The most difficult new questions, where people expressed the greatest uncertainty in their answers, were about the** interpretation of a decision tree**, **handling missing values**, and in** interpreting a correlation matrix**.

The question about the decision tree was to be expected because they appear in almost frequently in the other exams, but the questions about missing values and correlations caught a number of people by surprise.

The topic of missing values did appear on the SOA Exam December syllabus under Data Types and Exploration:

Learning Outcomes:

c) Understand basic methods of handling missing data.

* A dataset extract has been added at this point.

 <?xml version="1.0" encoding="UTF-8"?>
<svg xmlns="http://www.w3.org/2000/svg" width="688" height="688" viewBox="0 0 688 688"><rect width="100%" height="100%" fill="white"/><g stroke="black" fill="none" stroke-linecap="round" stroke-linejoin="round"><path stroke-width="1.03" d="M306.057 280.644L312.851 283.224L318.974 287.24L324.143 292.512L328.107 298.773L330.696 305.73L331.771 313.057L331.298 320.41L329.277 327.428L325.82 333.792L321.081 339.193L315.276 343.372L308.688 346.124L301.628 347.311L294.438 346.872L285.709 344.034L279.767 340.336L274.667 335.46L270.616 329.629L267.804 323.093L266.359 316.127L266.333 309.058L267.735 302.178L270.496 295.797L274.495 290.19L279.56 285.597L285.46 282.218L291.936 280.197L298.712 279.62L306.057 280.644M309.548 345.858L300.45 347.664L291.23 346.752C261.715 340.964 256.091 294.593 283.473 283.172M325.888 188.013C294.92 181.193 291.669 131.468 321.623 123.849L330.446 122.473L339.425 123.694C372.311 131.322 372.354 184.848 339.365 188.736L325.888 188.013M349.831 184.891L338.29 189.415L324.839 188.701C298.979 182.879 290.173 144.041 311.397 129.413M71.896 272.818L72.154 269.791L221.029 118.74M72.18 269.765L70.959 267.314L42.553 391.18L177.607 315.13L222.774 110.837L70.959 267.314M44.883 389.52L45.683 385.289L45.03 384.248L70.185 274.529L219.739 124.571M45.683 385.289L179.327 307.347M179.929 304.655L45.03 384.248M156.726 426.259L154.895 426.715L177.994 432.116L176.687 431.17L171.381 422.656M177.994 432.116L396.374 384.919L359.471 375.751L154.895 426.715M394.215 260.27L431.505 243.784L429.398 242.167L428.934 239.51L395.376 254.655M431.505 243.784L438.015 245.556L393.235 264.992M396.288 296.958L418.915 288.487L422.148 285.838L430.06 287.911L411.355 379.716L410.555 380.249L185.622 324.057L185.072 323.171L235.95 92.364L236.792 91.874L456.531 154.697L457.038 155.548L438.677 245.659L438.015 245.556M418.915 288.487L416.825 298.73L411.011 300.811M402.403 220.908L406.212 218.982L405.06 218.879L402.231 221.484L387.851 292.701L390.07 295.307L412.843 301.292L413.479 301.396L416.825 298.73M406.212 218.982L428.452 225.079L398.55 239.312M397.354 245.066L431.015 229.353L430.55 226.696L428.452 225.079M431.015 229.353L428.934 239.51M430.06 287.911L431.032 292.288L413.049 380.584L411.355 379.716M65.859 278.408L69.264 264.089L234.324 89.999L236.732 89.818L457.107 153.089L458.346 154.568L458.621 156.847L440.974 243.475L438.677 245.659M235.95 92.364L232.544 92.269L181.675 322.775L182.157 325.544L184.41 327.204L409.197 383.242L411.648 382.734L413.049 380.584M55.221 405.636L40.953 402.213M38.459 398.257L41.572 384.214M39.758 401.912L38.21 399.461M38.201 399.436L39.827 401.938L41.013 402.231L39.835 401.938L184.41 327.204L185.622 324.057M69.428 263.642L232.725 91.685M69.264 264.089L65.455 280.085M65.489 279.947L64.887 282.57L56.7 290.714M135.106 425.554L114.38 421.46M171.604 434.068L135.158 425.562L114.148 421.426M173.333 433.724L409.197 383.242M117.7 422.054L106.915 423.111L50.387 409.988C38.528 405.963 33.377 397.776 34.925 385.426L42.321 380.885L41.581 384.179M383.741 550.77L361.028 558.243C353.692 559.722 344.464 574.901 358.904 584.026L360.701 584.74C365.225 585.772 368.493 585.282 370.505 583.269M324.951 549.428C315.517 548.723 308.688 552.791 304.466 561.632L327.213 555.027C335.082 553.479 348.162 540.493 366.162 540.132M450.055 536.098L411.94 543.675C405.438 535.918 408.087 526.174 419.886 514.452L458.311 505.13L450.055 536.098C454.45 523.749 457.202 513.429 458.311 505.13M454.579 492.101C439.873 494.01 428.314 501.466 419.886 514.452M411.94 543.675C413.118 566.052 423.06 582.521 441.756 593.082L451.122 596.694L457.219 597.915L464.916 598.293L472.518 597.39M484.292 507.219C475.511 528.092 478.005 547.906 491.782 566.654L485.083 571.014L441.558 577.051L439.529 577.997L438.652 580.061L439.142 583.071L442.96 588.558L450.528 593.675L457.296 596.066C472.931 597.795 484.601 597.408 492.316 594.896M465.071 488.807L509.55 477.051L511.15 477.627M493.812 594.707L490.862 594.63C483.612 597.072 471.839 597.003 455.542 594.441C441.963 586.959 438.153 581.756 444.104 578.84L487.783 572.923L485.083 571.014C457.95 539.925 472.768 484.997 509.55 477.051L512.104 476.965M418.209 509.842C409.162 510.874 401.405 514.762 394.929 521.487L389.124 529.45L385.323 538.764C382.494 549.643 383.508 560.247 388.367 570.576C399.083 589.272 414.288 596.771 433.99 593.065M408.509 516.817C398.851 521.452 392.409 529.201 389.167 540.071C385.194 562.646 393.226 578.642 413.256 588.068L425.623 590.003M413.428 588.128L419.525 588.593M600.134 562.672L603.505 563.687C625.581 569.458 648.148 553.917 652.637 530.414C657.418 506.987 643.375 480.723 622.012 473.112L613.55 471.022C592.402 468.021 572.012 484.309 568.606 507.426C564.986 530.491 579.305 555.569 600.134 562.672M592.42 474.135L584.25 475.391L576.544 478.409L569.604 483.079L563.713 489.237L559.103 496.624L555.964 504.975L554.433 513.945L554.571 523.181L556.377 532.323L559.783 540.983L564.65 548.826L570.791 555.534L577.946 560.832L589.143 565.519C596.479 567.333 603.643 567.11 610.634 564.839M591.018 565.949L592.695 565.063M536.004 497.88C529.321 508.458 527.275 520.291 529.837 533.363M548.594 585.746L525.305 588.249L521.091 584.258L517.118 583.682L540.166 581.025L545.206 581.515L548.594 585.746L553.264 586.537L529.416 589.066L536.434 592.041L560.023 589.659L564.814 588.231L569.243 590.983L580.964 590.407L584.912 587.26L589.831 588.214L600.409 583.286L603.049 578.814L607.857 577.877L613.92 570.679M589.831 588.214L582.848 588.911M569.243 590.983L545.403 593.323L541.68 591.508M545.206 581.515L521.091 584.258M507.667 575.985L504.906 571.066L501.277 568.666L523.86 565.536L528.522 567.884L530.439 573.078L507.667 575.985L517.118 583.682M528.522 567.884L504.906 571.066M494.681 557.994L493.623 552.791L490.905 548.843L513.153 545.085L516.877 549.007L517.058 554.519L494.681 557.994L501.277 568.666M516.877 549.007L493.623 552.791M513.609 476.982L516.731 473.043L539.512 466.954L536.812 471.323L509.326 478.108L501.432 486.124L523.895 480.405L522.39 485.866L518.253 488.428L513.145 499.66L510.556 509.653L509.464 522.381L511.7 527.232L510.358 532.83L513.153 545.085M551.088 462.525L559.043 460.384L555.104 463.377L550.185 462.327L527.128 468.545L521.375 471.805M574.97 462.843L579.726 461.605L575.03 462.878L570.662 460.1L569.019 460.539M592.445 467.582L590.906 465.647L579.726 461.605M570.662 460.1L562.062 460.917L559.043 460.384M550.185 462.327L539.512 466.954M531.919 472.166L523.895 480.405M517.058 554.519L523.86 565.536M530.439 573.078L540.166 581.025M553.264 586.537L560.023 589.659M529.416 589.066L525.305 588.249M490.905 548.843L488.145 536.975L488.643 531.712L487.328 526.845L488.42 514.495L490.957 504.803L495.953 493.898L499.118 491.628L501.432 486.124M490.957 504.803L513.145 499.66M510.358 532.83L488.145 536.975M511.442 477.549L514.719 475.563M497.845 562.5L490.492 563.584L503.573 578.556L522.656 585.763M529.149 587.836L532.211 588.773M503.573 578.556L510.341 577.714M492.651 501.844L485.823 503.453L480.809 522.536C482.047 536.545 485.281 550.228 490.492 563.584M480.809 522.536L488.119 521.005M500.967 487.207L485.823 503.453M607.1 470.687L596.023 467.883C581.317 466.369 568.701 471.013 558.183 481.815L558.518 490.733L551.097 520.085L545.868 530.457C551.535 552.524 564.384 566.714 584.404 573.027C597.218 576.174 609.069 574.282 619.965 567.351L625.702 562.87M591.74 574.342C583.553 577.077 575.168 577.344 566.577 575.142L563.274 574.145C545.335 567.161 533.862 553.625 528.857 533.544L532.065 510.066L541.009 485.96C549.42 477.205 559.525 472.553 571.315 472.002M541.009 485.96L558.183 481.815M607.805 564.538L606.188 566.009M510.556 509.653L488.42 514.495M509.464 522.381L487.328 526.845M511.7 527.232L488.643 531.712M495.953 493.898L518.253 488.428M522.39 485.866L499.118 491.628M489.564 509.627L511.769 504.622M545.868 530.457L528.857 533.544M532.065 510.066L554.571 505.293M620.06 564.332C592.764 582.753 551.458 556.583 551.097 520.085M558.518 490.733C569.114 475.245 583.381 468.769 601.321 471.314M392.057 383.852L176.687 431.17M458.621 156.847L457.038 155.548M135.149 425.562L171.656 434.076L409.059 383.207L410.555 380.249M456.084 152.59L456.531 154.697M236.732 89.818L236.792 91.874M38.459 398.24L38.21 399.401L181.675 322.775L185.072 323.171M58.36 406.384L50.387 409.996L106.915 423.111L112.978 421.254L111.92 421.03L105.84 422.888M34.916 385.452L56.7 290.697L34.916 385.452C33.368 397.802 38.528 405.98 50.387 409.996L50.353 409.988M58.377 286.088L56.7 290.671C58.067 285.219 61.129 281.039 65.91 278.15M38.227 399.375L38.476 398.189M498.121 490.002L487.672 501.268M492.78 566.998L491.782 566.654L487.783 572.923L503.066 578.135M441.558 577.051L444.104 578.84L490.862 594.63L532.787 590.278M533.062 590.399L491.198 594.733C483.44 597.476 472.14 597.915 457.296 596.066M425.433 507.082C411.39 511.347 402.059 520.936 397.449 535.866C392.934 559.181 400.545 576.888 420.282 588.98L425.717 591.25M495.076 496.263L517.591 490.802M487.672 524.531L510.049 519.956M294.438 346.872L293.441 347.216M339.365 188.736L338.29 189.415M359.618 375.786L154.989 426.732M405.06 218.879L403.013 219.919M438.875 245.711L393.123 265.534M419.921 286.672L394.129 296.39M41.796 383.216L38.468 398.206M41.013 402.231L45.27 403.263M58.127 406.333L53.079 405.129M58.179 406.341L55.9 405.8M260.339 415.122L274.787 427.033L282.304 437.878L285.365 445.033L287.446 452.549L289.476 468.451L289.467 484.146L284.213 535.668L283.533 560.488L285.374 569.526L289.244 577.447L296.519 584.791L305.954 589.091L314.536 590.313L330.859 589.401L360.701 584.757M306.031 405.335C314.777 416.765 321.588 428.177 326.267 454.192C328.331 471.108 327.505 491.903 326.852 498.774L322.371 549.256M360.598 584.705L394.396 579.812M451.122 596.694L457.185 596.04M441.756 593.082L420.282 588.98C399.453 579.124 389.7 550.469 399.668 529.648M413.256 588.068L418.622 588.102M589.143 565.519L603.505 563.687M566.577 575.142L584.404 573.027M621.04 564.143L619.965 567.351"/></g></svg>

But no questions have appeared on prior exams. In the past, the SOA has given this part to you for free by saying “your assistant has already removed missing values”. It is also woth noting that the word “correlation” doesn’t appear anywhere on the syllabus.

I thought that all tasks except for the Executive Summary would allow for technical language, as the target audience was someone familiar with predictive analytics concepts. The Executive Summary was of course to be written for a non-technical audience.